WednesdayDec 24, 201411:15
Machine Learning and Statistics SeminarRoom 1
Speaker:Jonathan BerantTitle:Scalable algorithms for translating natural language to logical formAbstract:opens in new windowin html    pdfopens in new window
Conversational interfaces and virtual assistants such as Apple's Siri, Google Now, and Facebook Graph Search, have led to a rising interest in systems that can translate natural language commands and questions to formal logical forms (like SQL queries) that can be executed against a knowledge base. A major challenge has been to scale these systems, known as semantic parsers, to large knowledge bases. In this talk, I will describe novel algorithms for large scale semantic parsing.
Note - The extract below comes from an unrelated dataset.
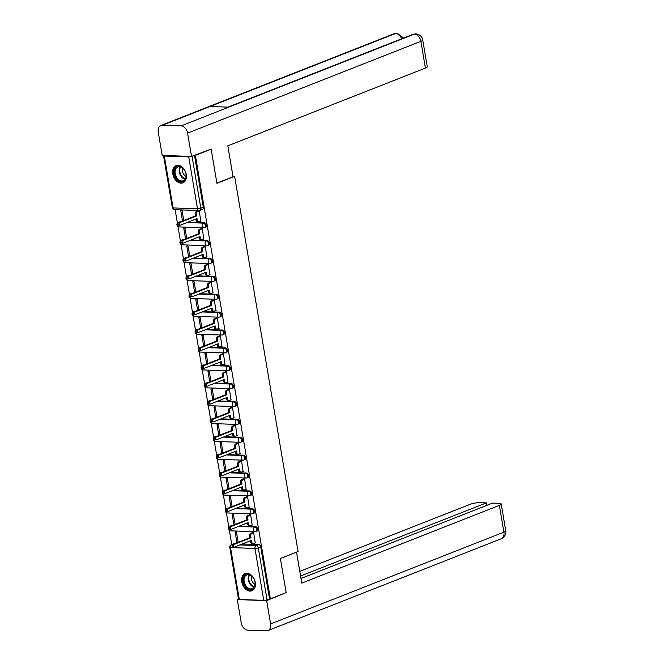 <?xml version="1.0" encoding="UTF-8"?>
<svg xmlns="http://www.w3.org/2000/svg" width="664" height="664" viewBox="0 0 664 664"><rect width="100%" height="100%" fill="white"/><g stroke="black" fill="none" stroke-linecap="round" stroke-linejoin="round"><path stroke-width="1" d="M180.201 221.942L178.906 222.266A2.374 1.635 92 0 0 177.703 225.187A2.374 1.635 92 0 0 179.214 226.93L203.624 227.777A2.374 2.374 0 0 0 204.578 227.611L205.45 227.271A2.374 1.652 -111.5 0 0 206.305 225.121A2.374 1.652 -111.5 0 0 204.197 222.764L203.317 223.112A2.374 1.652 68.5 0 1 205.433 225.461A2.374 1.652 68.5 0 1 204.578 227.611A2.374 1.652 68.5 0 1 204.097 227.694A2.374 1.635 -88 0 1 203.624 227.777A2.374 1.635 -88 0 1 202.122 226.026A2.374 1.635 92 0 1 203.317 223.112L187.024 222.548M183.231 239.812L181.928 240.144A2.374 1.635 92 0 0 180.732 243.057A2.374 1.635 92 0 0 182.235 244.808L206.645 245.655A2.374 2.374 0 0 0 207.6 245.489L208.471 245.149A2.374 1.652 -111.5 0 0 209.326 242.991A2.374 1.652 -111.5 0 0 207.218 240.642L206.346 240.982A2.374 1.652 68.5 0 1 208.454 243.339A2.374 1.652 68.5 0 1 207.6 245.489A2.374 1.652 68.5 0 1 207.118 245.572A2.374 1.635 -88 0 1 206.645 245.655A2.374 1.635 -88 0 1 205.143 243.904A2.374 1.635 92 0 1 206.346 240.982L190.045 240.426M186.252 257.69L184.949 258.022A2.374 1.635 92 0 0 183.754 260.935A2.374 1.635 92 0 0 185.256 262.687L209.675 263.533A2.374 2.374 0 0 0 210.621 263.367L211.501 263.019A2.374 1.652 -111.5 0 0 212.355 260.869A2.374 1.652 -111.5 0 0 210.239 258.52L209.367 258.86A2.374 1.652 68.5 0 1 211.484 261.218A2.374 1.652 68.5 0 1 210.621 263.367A2.374 1.652 68.5 0 1 210.139 263.45A2.374 1.635 -88 0 1 209.675 263.533A2.374 1.635 -88 0 1 208.164 261.782A2.374 1.635 92 0 1 209.367 258.86L193.066 258.304M189.273 275.568L187.978 275.9A2.374 1.635 92 0 0 186.775 278.814A2.374 1.635 92 0 0 188.277 280.565L212.696 281.403A2.374 2.374 0 0 0 213.65 281.245L214.522 280.897A2.374 1.652 -111.5 0 0 215.377 278.747A2.374 1.652 -111.5 0 0 213.26 276.398L212.389 276.739A2.374 1.652 68.5 0 1 214.505 279.087A2.374 1.652 68.5 0 1 213.65 281.245A2.374 1.652 68.5 0 1 213.169 281.32A2.374 1.635 -88 0 1 212.696 281.403A2.374 1.635 -88 0 1 211.193 279.66A2.374 1.635 92 0 1 212.389 276.739L196.096 276.174M192.303 293.447L191 293.77A2.374 1.635 92 0 0 189.796 296.692A2.374 1.635 92 0 0 191.307 298.443L215.717 299.281A2.374 2.374 0 0 0 216.672 299.124L217.543 298.775A2.374 1.652 -111.5 0 0 218.398 296.625A2.374 1.652 -111.5 0 0 216.29 294.276L215.418 294.617A2.374 1.652 68.5 0 1 217.526 296.966A2.374 1.652 68.5 0 1 216.672 299.124A2.374 1.652 68.5 0 1 216.19 299.198A2.374 1.635 -88 0 1 215.717 299.281A2.374 1.635 -88 0 1 214.215 297.53A2.374 1.635 92 0 1 215.418 294.617L199.117 294.052M195.324 311.325L194.021 311.648A2.374 1.635 92 0 0 192.826 314.57A2.374 1.635 92 0 0 194.328 316.321L218.746 317.16A2.374 2.374 0 0 0 219.693 316.994L220.572 316.653A2.374 1.652 -111.5 0 0 221.427 314.504A2.374 1.652 -111.5 0 0 219.311 312.146L218.439 312.495A2.374 1.652 68.5 0 1 220.548 314.844A2.374 1.652 68.5 0 1 219.693 316.994A2.374 1.652 68.5 0 1 219.211 317.077A2.374 1.635 -88 0 1 218.746 317.16A2.374 1.635 -88 0 1 217.236 315.408A2.374 1.635 92 0 1 218.439 312.495L202.138 311.931M198.345 329.203L197.05 329.527A2.374 1.635 92 0 0 195.847 332.448A2.374 1.635 92 0 0 197.349 334.191L221.768 335.038A2.374 2.374 0 0 0 222.722 334.872L223.594 334.531A2.374 1.652 -111.5 0 0 224.449 332.382A2.374 1.652 -111.5 0 0 222.332 330.025L221.461 330.373A2.374 1.652 68.5 0 1 223.577 332.722A2.374 1.652 68.5 0 1 222.722 334.872A2.374 1.652 68.5 0 1 222.241 334.955A2.374 1.635 -88 0 1 221.768 335.038A2.374 1.635 -88 0 1 220.265 333.286A2.374 1.635 92 0 1 221.461 330.373L205.159 329.809M201.366 347.073L200.071 347.405A2.374 1.635 92 0 0 198.868 350.318A2.374 1.635 92 0 0 200.379 352.069L224.789 352.916A2.374 2.374 0 0 0 225.743 352.75L226.615 352.41A2.374 1.652 -111.5 0 0 227.47 350.252A2.374 1.652 -111.5 0 0 225.362 347.903L224.482 348.243A2.374 1.652 68.5 0 1 226.598 350.6A2.374 1.652 68.5 0 1 225.743 352.75A2.374 1.652 68.5 0 1 225.262 352.833A2.374 1.635 -88 0 1 224.789 352.916A2.374 1.635 -88 0 1 223.287 351.165A2.374 1.635 92 0 1 224.482 348.243L208.189 347.687M204.396 364.951L203.093 365.283A2.374 1.635 92 0 0 201.897 368.196A2.374 1.635 92 0 0 203.4 369.948L227.818 370.794A2.374 2.374 0 0 0 228.765 370.628L229.636 370.28A2.374 1.652 -111.5 0 0 230.491 368.13A2.374 1.652 -111.5 0 0 228.383 365.781L227.511 366.121A2.374 1.652 68.5 0 1 229.619 368.478A2.374 1.652 68.5 0 1 228.765 370.628A2.374 1.652 68.5 0 1 228.283 370.711A2.374 1.635 -88 0 1 227.818 370.794A2.374 1.635 -88 0 1 226.308 369.043A2.374 1.635 92 0 1 227.511 366.121L211.21 365.565M207.417 382.829L206.114 383.161A2.374 1.635 92 0 0 204.919 386.074A2.374 1.635 92 0 0 206.421 387.826L230.84 388.664A2.374 2.374 0 0 0 231.794 388.506L232.666 388.158A2.374 1.652 -111.5 0 0 233.52 386.008A2.374 1.652 -111.5 0 0 231.404 383.659L230.532 383.999A2.374 1.652 68.5 0 1 232.649 386.348A2.374 1.652 68.5 0 1 231.794 388.506A2.374 1.652 68.5 0 1 231.304 388.581A2.374 1.635 -88 0 1 230.84 388.664A2.374 1.635 -88 0 1 229.329 386.913A2.374 1.635 92 0 1 230.532 383.999L214.231 383.435M210.438 400.707L209.143 401.031A2.374 1.635 92 0 0 207.94 403.953A2.374 1.635 92 0 0 209.45 405.704L233.861 406.542A2.374 2.374 0 0 0 234.815 406.376L235.687 406.036A2.374 1.652 -111.5 0 0 236.542 403.886A2.374 1.652 -111.5 0 0 234.425 401.537L233.554 401.878A2.374 1.652 68.5 0 1 235.67 404.227A2.374 1.652 68.5 0 1 234.815 406.376A2.374 1.652 68.5 0 1 234.334 406.459A2.374 1.635 -88 0 1 233.861 406.542A2.374 1.635 -88 0 1 232.358 404.791A2.374 1.635 92 0 1 233.554 401.878L217.261 401.313M213.468 418.586L212.165 418.909A2.374 1.635 92 0 0 210.961 421.831A2.374 1.635 92 0 0 212.472 423.582L236.882 424.421A2.374 2.374 0 0 0 237.837 424.254L238.708 423.914A2.374 1.652 -111.5 0 0 239.563 421.764A2.374 1.652 -111.5 0 0 237.455 419.407L236.583 419.756A2.374 1.652 68.5 0 1 238.691 422.105A2.374 1.652 68.5 0 1 237.837 424.254A2.374 1.652 68.5 0 1 237.355 424.337A2.374 1.635 -88 0 1 236.882 424.421A2.374 1.635 -88 0 1 235.38 422.669A2.374 1.635 92 0 1 236.583 419.756L220.282 419.191M216.489 436.455L215.186 436.787A2.374 1.635 92 0 0 213.991 439.701A2.374 1.635 92 0 0 215.493 441.452L239.911 442.299A2.374 2.374 0 0 0 240.858 442.133L241.737 441.792A2.374 1.652 -111.5 0 0 242.592 439.634A2.374 1.652 -111.5 0 0 240.476 437.286L239.604 437.634A2.374 1.652 68.5 0 1 241.713 439.983A2.374 1.652 68.5 0 1 240.858 442.133A2.374 1.652 68.5 0 1 240.376 442.216A2.374 1.635 -88 0 1 239.911 442.299A2.374 1.635 -88 0 1 238.401 440.547A2.374 1.635 92 0 1 239.604 437.634L223.303 437.07M219.51 454.334L218.215 454.666A2.374 1.635 92 0 0 217.012 457.579A2.374 1.635 92 0 0 218.514 459.33L242.933 460.177A2.374 2.374 0 0 0 243.887 460.011L244.759 459.671A2.374 1.652 -111.5 0 0 245.614 457.513A2.374 1.652 -111.5 0 0 243.497 455.164L242.626 455.504A2.374 1.652 68.5 0 1 244.742 457.861A2.374 1.652 68.5 0 1 243.887 460.011A2.374 1.652 68.5 0 1 243.406 460.094A2.374 1.635 -88 0 1 242.933 460.177A2.374 1.635 -88 0 1 241.43 458.426A2.374 1.635 92 0 1 242.626 455.504L226.324 454.948M222.531 472.212L221.237 472.544A2.374 1.635 92 0 0 220.033 475.457A2.374 1.635 92 0 0 221.544 477.209L245.954 478.047A2.374 2.374 0 0 0 246.908 477.889L247.78 477.541A2.374 1.652 -111.5 0 0 248.635 475.391A2.374 1.652 -111.5 0 0 246.527 473.042L245.647 473.382A2.374 1.652 68.5 0 1 247.763 475.739A2.374 1.652 68.5 0 1 246.908 477.889A2.374 1.652 68.5 0 1 246.427 477.964A2.374 1.635 -88 0 1 245.954 478.047A2.374 1.635 -88 0 1 244.452 476.304A2.374 1.635 92 0 1 245.647 473.382L229.354 472.818M225.561 490.09L224.258 490.422A2.374 1.635 92 0 0 223.062 493.335A2.374 1.635 92 0 0 224.565 495.087L248.983 495.925A2.374 2.374 0 0 0 249.93 495.767L250.801 495.419A2.374 1.652 -111.5 0 0 251.656 493.269A2.374 1.652 -111.5 0 0 249.548 490.92L248.676 491.26A2.374 1.652 68.5 0 1 250.784 493.609A2.374 1.652 68.5 0 1 249.93 495.767A2.374 1.652 68.5 0 1 249.448 495.842A2.374 1.635 -88 0 1 248.983 495.925A2.374 1.635 -88 0 1 247.473 494.174A2.374 1.635 92 0 1 248.676 491.26L232.375 490.696M228.582 507.968L227.279 508.292A2.374 1.635 92 0 0 226.084 511.214A2.374 1.635 92 0 0 227.586 512.965L252.005 513.803A2.374 2.374 0 0 0 252.959 513.637L253.831 513.297A2.374 1.652 -111.5 0 0 254.686 511.147A2.374 1.652 -111.5 0 0 252.569 508.79L251.697 509.139A2.374 1.652 68.5 0 1 253.814 511.487A2.374 1.652 68.5 0 1 252.959 513.637A2.374 1.652 68.5 0 1 252.469 513.72A2.374 1.635 -88 0 1 252.005 513.803A2.374 1.635 -88 0 1 250.502 512.052A2.374 1.635 92 0 1 251.697 509.139L235.396 508.574M231.603 525.846L230.308 526.17A2.374 1.635 92 0 0 229.105 529.092A2.374 1.635 92 0 0 230.615 530.835L255.026 531.681A2.374 2.374 0 0 0 255.98 531.515L256.852 531.175A2.374 1.652 -111.5 0 0 257.707 529.025A2.374 1.652 -111.5 0 0 255.59 526.668L254.719 527.017A2.374 1.652 68.5 0 1 256.835 529.366A2.374 1.652 68.5 0 1 255.98 531.515A2.374 1.652 68.5 0 1 255.499 531.598A2.374 1.635 -88 0 1 255.026 531.681A2.374 1.635 -88 0 1 253.523 529.93A2.374 1.635 92 0 1 254.719 527.017L238.426 526.452M241.796 581.93A9.271 6.449 -111.5 0 0 251.922 590.786A9.271 6.449 -111.5 0 0 255.258 582.394A9.271 6.449 -111.5 0 0 245.132 573.538A9.271 6.449 -111.5 0 0 241.796 581.93M172.798 173.968A9.271 6.449 -111.5 0 0 182.915 182.824A9.271 6.449 -111.5 0 0 186.252 174.433A9.271 6.449 -111.5 0 0 176.134 165.577A9.271 6.449 -111.5 0 0 172.798 173.968M175.138 209.7L177.404 223.112M177.985 226.54L180.425 240.99M181.006 244.418L183.455 258.869M184.036 262.297L186.476 276.747M187.057 280.175L189.497 294.625M190.078 298.053L192.527 312.495M193.108 315.931L195.548 330.373M196.129 333.801L198.569 348.251M199.15 351.679L201.599 366.13M202.171 369.558L204.62 384.008M205.201 387.436L207.641 401.878M208.222 405.314L210.662 419.756M211.243 423.192L213.692 437.634M214.273 441.062L216.713 455.512M217.294 458.94L219.734 473.39M220.315 476.818L222.764 491.269M223.336 494.697L225.785 509.139M226.366 512.575L228.806 527.017M229.387 530.445L231.769 544.555M211.152 149.143L195.365 155.359L270.373 598.837L286.167 592.628L280.391 558.474L298.086 551.51L234.624 176.333L216.929 183.297L211.152 149.143L210.173 149.109M163.834 155.492A2.374 0.49 -9.6 0 0 163.56 155.791A2.374 0.49 -9.6 0 0 164.315 156.023L188.725 156.862A2.374 0.49 -9.6 0 0 192.045 156.297L200.818 208.205A2.374 1.652 68.5 0 1 199.964 210.363A2.374 1.652 68.5 0 1 199.482 210.438A2.374 1.635 92 0 1 199.017 210.521A2.374 2.374 0 0 0 199.964 210.363L202.429 209.392A2.374 1.652 68.5 0 0 203.284 207.243L200.818 208.205A2.374 0.49 -9.6 0 1 197.507 208.77L188.725 156.862M195.365 155.359L192.045 156.297M234.201 543.708L231.744 544.671A2.374 1.652 68.5 0 0 231.263 544.754L233.72 543.783A2.374 1.652 68.5 0 1 234.201 543.708L234.633 543.716M242.318 543.982L258.62 544.546L256.155 545.517A2.374 1.652 68.5 0 1 258.271 547.866L267.053 599.775A2.374 0.49 170.4 0 1 263.741 600.339L239.322 599.501A2.374 0.49 170.4 0 1 238.567 599.277L229.786 547.36A2.374 0.49 170.4 0 0 230.541 547.592L239.322 599.501M267.053 599.775L270.373 598.837M255.2 542.944L253.689 532.644L252.411 532.694M238.168 542.322L236.434 532.047L235.139 532.005L236.882 542.314L238.094 541.841M235.147 524.452L233.413 514.168L232.118 514.127L233.861 524.444L235.064 523.962M233.861 524.444L235.064 524.485M252.179 525.075L250.668 514.766L249.39 514.816M232.126 506.574L230.383 496.29L229.088 496.249L230.84 506.566L232.043 506.092M230.84 506.566L232.043 506.607M249.158 507.196L247.639 496.888L246.361 496.938M229.105 488.696L227.362 478.42L226.067 478.37L227.81 488.687L229.022 488.214M227.81 488.687L229.022 488.729M246.136 489.318L244.618 479.01L243.339 479.059M226.075 470.817L224.341 460.542L223.046 460.492L224.789 470.809L225.992 470.336M224.789 470.809L225.992 470.851M243.107 471.44L241.596 461.14L240.318 461.181M223.054 452.939L221.319 442.664L220.025 442.622L221.768 452.931L222.971 452.458M221.768 452.931L222.971 452.972M240.086 453.562L238.567 443.261L237.289 443.303M220.033 435.069L218.29 424.786L216.995 424.744L218.738 435.053L219.95 434.58M218.738 435.053L219.95 435.094M237.065 435.692L235.546 425.383L234.267 425.433M217.003 417.191L215.269 406.907L213.974 406.866L215.717 417.183L216.929 416.702M215.717 417.183L216.921 417.224M234.035 417.814L232.524 407.505L231.246 407.555M213.982 399.313L212.248 389.038L210.953 388.988L212.696 399.305L213.899 398.832M212.696 399.305L213.899 399.346M231.014 399.935L229.503 389.627L228.217 389.677M210.961 381.435L209.218 371.159L207.923 371.11L209.675 381.426L210.878 380.953M209.675 381.426L210.878 381.468M227.993 382.057L226.474 371.749L225.196 371.798M207.94 363.557L206.197 353.281L204.902 353.24L206.645 363.548L207.857 363.075M206.645 363.548L207.857 363.59M224.963 364.179L223.453 353.879L222.174 353.92M204.91 345.678L203.176 335.403L201.881 335.361L203.624 345.67L204.827 345.197M203.624 345.67L204.827 345.712M221.942 346.301L220.431 336.001L219.153 336.042M201.889 327.808L200.146 317.525L198.86 317.483L200.603 327.792L201.806 327.319M200.603 327.792L201.806 327.833M218.921 328.431L217.402 318.122L216.124 318.172M198.868 309.93L197.125 299.647L195.83 299.605L197.573 309.922L198.785 309.441M197.573 309.922L198.785 309.963M215.9 310.553L214.381 300.244L213.102 300.294M195.838 292.052L194.104 281.777L192.809 281.727L194.552 292.044L195.755 291.571M194.552 292.044L195.755 292.085M212.87 292.675L211.359 282.366L210.081 282.416M192.817 274.174L191.083 263.898L189.788 263.849L191.531 274.166L192.734 273.692M191.531 274.166L192.734 274.207M209.849 274.796L208.33 264.488L207.052 264.538M189.796 256.296L188.053 246.02L186.758 245.979L188.51 256.287L189.713 255.814M188.51 256.287L189.713 256.329M206.828 256.918L205.309 246.618L204.031 246.659M186.767 238.417L185.032 228.142L183.737 228.101L185.48 238.409L186.692 237.936M185.48 238.409L186.692 238.451M203.798 239.04L202.288 228.74L201.009 228.789M183.745 220.548L182.011 210.264L180.716 210.222L182.459 220.539L183.662 220.058M182.459 220.539L183.662 220.581M200.777 221.17L199.266 210.862L197.988 210.911M187.895 222.208L204.197 222.764M190.917 240.077L207.218 240.642M193.938 257.956L210.239 258.52M196.967 275.834L213.26 276.398M199.988 293.712L216.29 294.276M203.01 311.59L219.311 312.146M206.039 329.46L222.332 330.025M209.06 347.338L225.362 347.903M212.082 365.217L228.383 365.781M215.103 383.095L231.404 383.659M218.132 400.973L234.425 401.537M221.153 418.851L237.455 419.407M224.175 436.721L240.476 437.286M227.204 454.599L243.497 455.164M230.225 472.477L246.527 473.042M233.247 490.356L249.548 490.92M236.276 508.234L252.569 508.79M239.297 526.112L255.59 526.668M232.964 176.275L234.624 176.333M236.882 542.314L238.094 542.355M179.778 221.925A2.374 1.652 -111.5 0 0 179.297 222.008L178.425 222.349A2.374 1.652 68.5 0 1 178.906 222.266L179.33 222.282M182.799 239.804A2.374 1.652 -111.5 0 0 182.318 239.878L181.446 240.227A2.374 1.652 68.5 0 1 181.928 240.144L182.351 240.161M185.829 257.673A2.374 1.652 -111.5 0 0 185.339 257.757L184.468 258.105A2.374 1.652 68.5 0 1 184.949 258.022L185.38 258.039M188.85 275.552A2.374 1.652 -111.5 0 0 188.368 275.635L187.497 275.975A2.374 1.652 68.5 0 1 187.978 275.9L188.402 275.909M191.871 293.43A2.374 1.652 -111.5 0 0 191.39 293.513L190.518 293.853A2.374 1.652 68.5 0 1 191 293.77L191.423 293.787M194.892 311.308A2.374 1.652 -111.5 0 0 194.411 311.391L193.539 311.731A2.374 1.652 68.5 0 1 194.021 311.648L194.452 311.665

A fundamental characteristic of semantic parsing against large knowledge bases is that the space of possible logical forms grows quickly with the length of the input sentence. Our first algorithm learns to efficiently search through this space by explicitly scoring partial logical forms, combining ideas from agenda-based parsing and reinforcement learning. Compared to previous methods, our parser is almost an order of magnitude faster, while maintaining state-of-the-art accuracy. The second algorithm addresses the problem of language variability, that is, the fact that the same logical form can be expressed in a myriad of ways in natural language. We learn to paraphrase an input question ("Where is Obama from?") to a canonical form ("What is the place of birth of Barack Obama?") that can be easily mapped to a logical form. This allows us to exploit the large amounts of free text that are available on the web, leading to a state-of-the-art semantic parser that scales to a knowledge base containing hundreds of millions of facts. This is joint work with Percy Liang.